▸ **Aim of the exercise**: Keep every word of the entries and print them exactly; the pictures stay out.

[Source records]
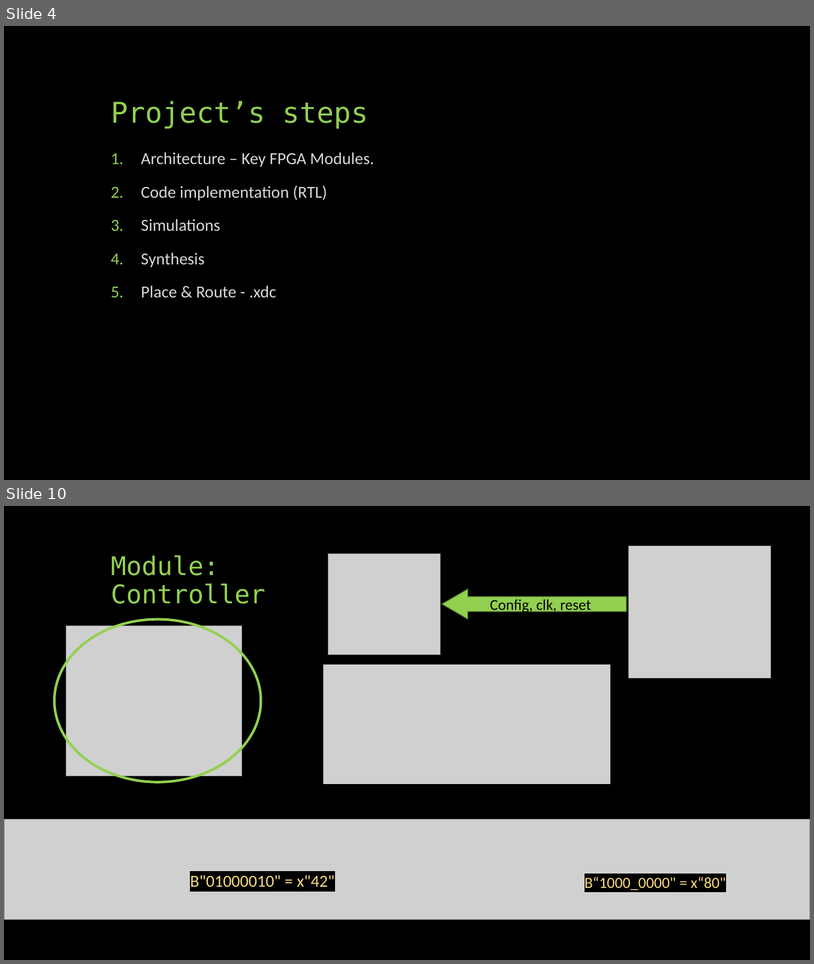
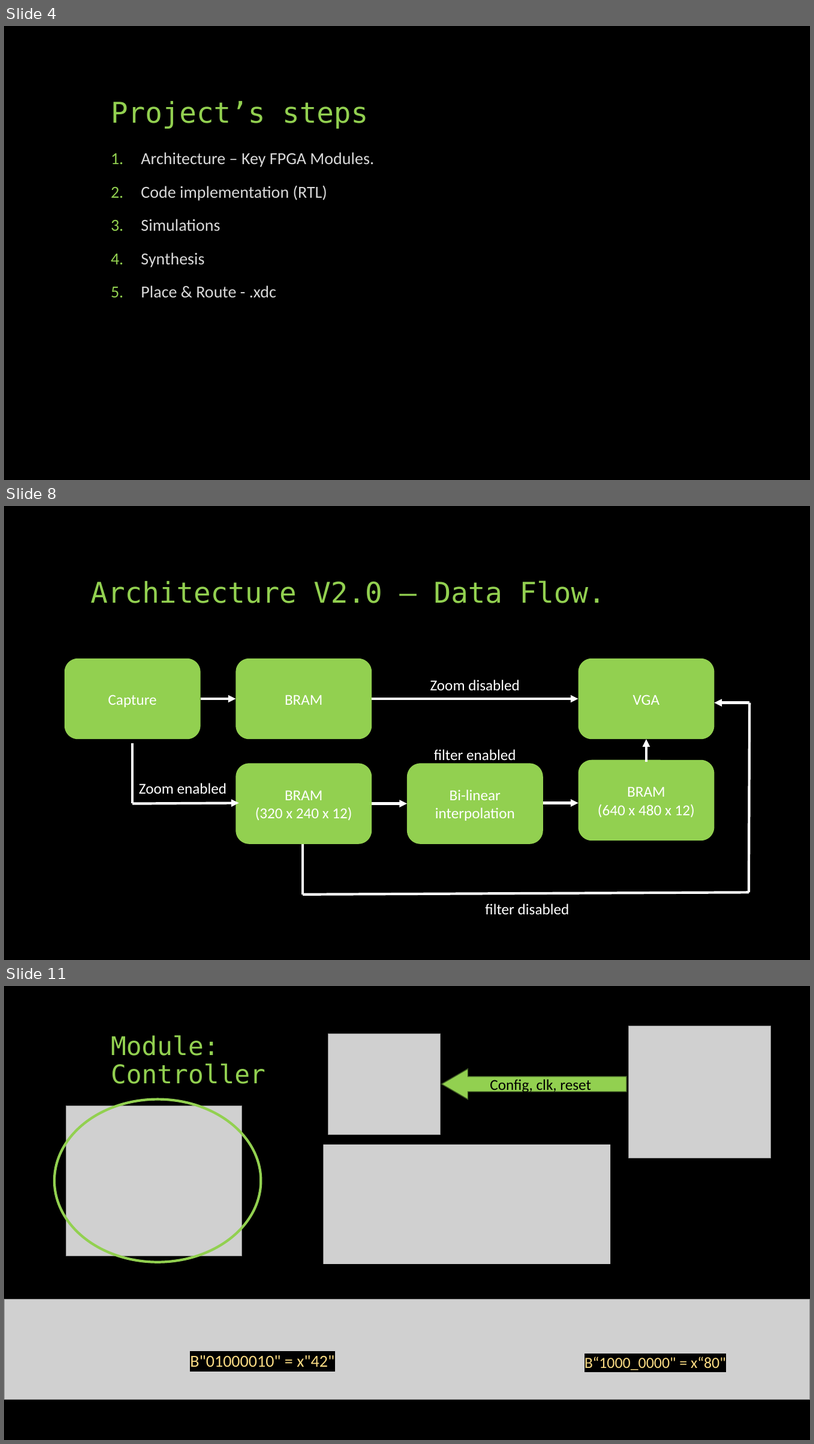
Before and after one commit to idowein/FPGA-image-interpolator, a slide deck: datasheets/Digital Zoom presentation.pptx. Shown one above the other, each under a label of ours: slides 4 and 10 before the commit, slides 4, 8 and 11 after it; the slides between them are not shown. The pictures are 814x964 and 814x1444 pixels, drawn with LibreOffice and Linux fonts; fonts in the diff are those of the drawing; grey boxes stand for pictures. Boxes give left, top, right and bottom in pixels: in the first picture for what was removed or moved away, otherwise in the second. Text is boxed around its words. In the diff, an @@ line names an element or a change of style, - is before the commit and + after.

Commit message:
Digital Zoom presentation - v4.0

```diff
--- a/datasheets/Digital Zoom presentation.pptx
+++ b/datasheets/Digital Zoom presentation.pptx
@@ slide 8 added at bbox=[4, 506, 810, 960], background #000000 @@
@@ title added at bbox=[90, 580, 606, 603], 34 pt, text #92D050 @@
+Architecture V2.0 – Data Flow.
@@ rounded rectangle added at bbox=[65, 658, 201, 739], fill #92D050, 18 pt, text #FFFFFF @@
+Capture
@@ rounded rectangle added at bbox=[236, 658, 372, 739], fill #92D050, 18 pt, text #FFFFFF @@
+BRAM
@@ rounded rectangle added at bbox=[579, 658, 715, 739], fill #92D050, 18 pt, text #FFFFFF @@
+VGA
@@ text added at bbox=[431, 679, 520, 691], 18 pt, text #FFFFFF @@
+Zoom disabled
@@ arrow added from (201, 699) to (236, 699), #FFFFFF 3 pt @@
@@ arrow added from (372, 699) to (579, 699), #FFFFFF 3 pt @@
@@ group added at bbox=[303, 703, 750, 894]: 3 lines, 1 arrow @@
@@ arrow added from (647, 762) to (647, 739), #FFFFFF 3 pt @@
@@ line added from (132, 743) to (132, 803), #FFFFFF 3 pt @@
@@ text added at bbox=[434, 749, 516, 763], 18 pt, text #FFFFFF @@
+filter enabled
@@ rounded rectangle added at bbox=[236, 763, 372, 844], fill #92D050, 18 pt, text #FFFFFF @@
+BRAM
+(320 x 240 x 12)
@@ rounded rectangle added at bbox=[408, 763, 543, 844], fill #92D050, 18 pt, text #FFFFFF @@
+Bi-linear interpolation
@@ rounded rectangle added at bbox=[579, 759, 715, 840], fill #92D050, 18 pt, text #FFFFFF @@
+BRAM
+(640 x 480 x 12)
@@ text added at bbox=[139, 783, 227, 793], 18 pt, text #FFFFFF @@
+Zoom enabled
@@ arrow added from (132, 804) to (239, 803), #FFFFFF 3 pt @@
@@ arrow added from (372, 804) to (408, 804), #FFFFFF 3 pt @@
@@ arrow added from (543, 803) to (579, 803), #FFFFFF 3 pt @@
@@ text added at bbox=[485, 903, 570, 915], 18 pt, text #FFFFFF @@
+filter disabled
@@ what was slide 10 is now slide 11 @@
```
Also in this commit, not shown: 6 slides changed, 2 other slides added, 2 slides removed.

▸ **Answer section**:
Before and after one commit to idowein/FPGA-image-interpolator, a slide deck: datasheets/Digital Zoom presentation.pptx. Shown one above the other, each under a label of ours: slides 4 and 10 before the commit, slides 4, 8 and 11 after it; the slides between them are not shown. The pictures are 814x964 and 814x1444 pixels, drawn with LibreOffice and Linux fonts; fonts in the diff are those of the drawing; grey boxes stand for pictures. Boxes give left, top, right and bottom in pixels: in the first picture for what was removed or moved away, otherwise in the second. Text is boxed around its words. In the diff, an @@ line names an element or a change of style, - is before the commit and + after.

Commit message:
Digital Zoom presentation - v4.0

```diff
--- a/datasheets/Digital Zoom presentation.pptx
+++ b/datasheets/Digital Zoom presentation.pptx
@@ slide 8 added at bbox=[4, 506, 810, 960], background #000000 @@
@@ title added at bbox=[90, 580, 606, 603], 34 pt, text #92D050 @@
+Architecture V2.0 – Data Flow.
@@ rounded rectangle added at bbox=[65, 658, 201, 739], fill #92D050, 18 pt, text #FFFFFF @@
+Capture
@@ rounded rectangle added at bbox=[236, 658, 372, 739], fill #92D050, 18 pt, text #FFFFFF @@
+BRAM
@@ rounded rectangle added at bbox=[579, 658, 715, 739], fill #92D050, 18 pt, text #FFFFFF @@
+VGA
@@ text added at bbox=[431, 679, 520, 691], 18 pt, text #FFFFFF @@
+Zoom disabled
@@ arrow added from (201, 699) to (236, 699), #FFFFFF 3 pt @@
@@ arrow added from (372, 699) to (579, 699), #FFFFFF 3 pt @@
@@ group added at bbox=[303, 703, 750, 894]: 3 lines, 1 arrow @@
@@ arrow added from (647, 762) to (647, 739), #FFFFFF 3 pt @@
@@ line added from (132, 743) to (132, 803), #FFFFFF 3 pt @@
@@ text added at bbox=[434, 749, 516, 763], 18 pt, text #FFFFFF @@
+filter enabled
@@ rounded rectangle added at bbox=[236, 763, 372, 844], fill #92D050, 18 pt, text #FFFFFF @@
+BRAM
+(320 x 240 x 12)
@@ rounded rectangle added at bbox=[408, 763, 543, 844], fill #92D050, 18 pt, text #FFFFFF @@
+Bi-linear interpolation
@@ rounded rectangle added at bbox=[579, 759, 715, 840], fill #92D050, 18 pt, text #FFFFFF @@
+BRAM
+(640 x 480 x 12)
@@ text added at bbox=[139, 783, 227, 793], 18 pt, text #FFFFFF @@
+Zoom enabled
@@ arrow added from (132, 804) to (239, 803), #FFFFFF 3 pt @@
@@ arrow added from (372, 804) to (408, 804), #FFFFFF 3 pt @@
@@ arrow added from (543, 803) to (579, 803), #FFFFFF 3 pt @@
@@ text added at bbox=[485, 903, 570, 915], 18 pt, text #FFFFFF @@
+filter disabled
@@ what was slide 10 is now slide 11 @@
```
Also in this commit, not shown: 6 slides changed, 2 other slides added, 2 slides removed.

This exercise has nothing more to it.